[[ Data provided open ]]
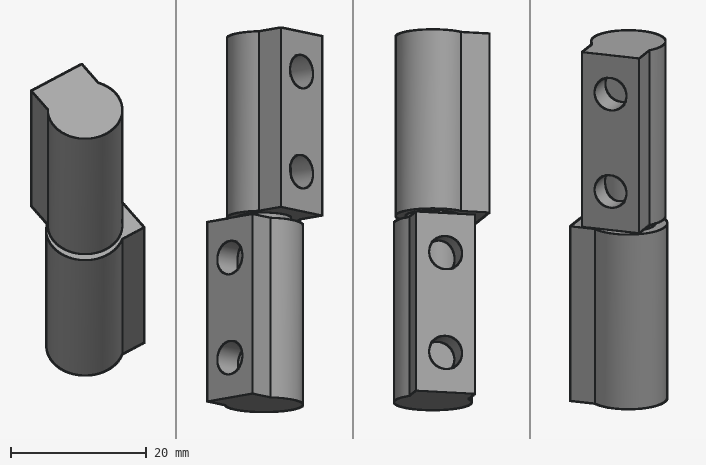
import cadquery as cq

total_height = 55.0
leaf_gap = 1.1
leaf_height = (total_height - leaf_gap) / 2
upper_leaf_base = leaf_height + leaf_gap

lower_barrel_diameter = 11.5
upper_barrel_diameter = 11.0
block_width = 9.0
block_reach = 7.5

hole_diameter = 5.0
hole_depth = 4.5
hole_offsets = (6.0, 21.0)

pin_diameter = 8.0
pin_insertion = 15.0


def make_leaf(barrel_diameter):
    """Leaf with its pin end at Z = 0, outer end up and mounting face toward -X."""
    barrel = cq.Workplane("XY").circle(barrel_diameter / 2).extrude(leaf_height)
    block = cq.Workplane("XY").box(
        block_reach, block_width, leaf_height, centered=(False, True, False)
    ).translate((-block_reach, 0, 0))
    leaf = barrel.union(block)

    leaf = leaf.cut(cq.Workplane("XY").circle(pin_diameter / 2).extrude(pin_insertion))

    for offset in hole_offsets:
        hole = (
            cq.Workplane("YZ", origin=(-block_reach, 0, leaf_height - offset))
            .circle(hole_diameter / 2)
            .extrude(hole_depth)
        )
        leaf = leaf.cut(hole)
    return leaf


def make_pin():
    """Plain pin spanning the gap and reaching equally into both leaves."""
    return (
        cq.Workplane("XY", origin=(0, 0, leaf_height - pin_insertion))
        .circle(pin_diameter / 2)
        .extrude(leaf_gap + 2 * pin_insertion)
    )


upper_leaf = make_leaf(upper_barrel_diameter).translate((0, 0, upper_leaf_base))

lower_leaf = (
    make_leaf(lower_barrel_diameter)
    .rotate((0, 0, 0), (1, 0, 0), 180)
    .rotate((0, 0, 0), (0, 0, 1), -90)
    .translate((0, 0, leaf_height))
)

pin = make_pin()

result = cq.Compound.makeCompound([upper_leaf.val(), lower_leaf.val(), pin.val()])
[[ Data provided closed ]]
## Problem statement
The number of lines in the records that include "translate" is what is needed, with no other words.

## Written answer
3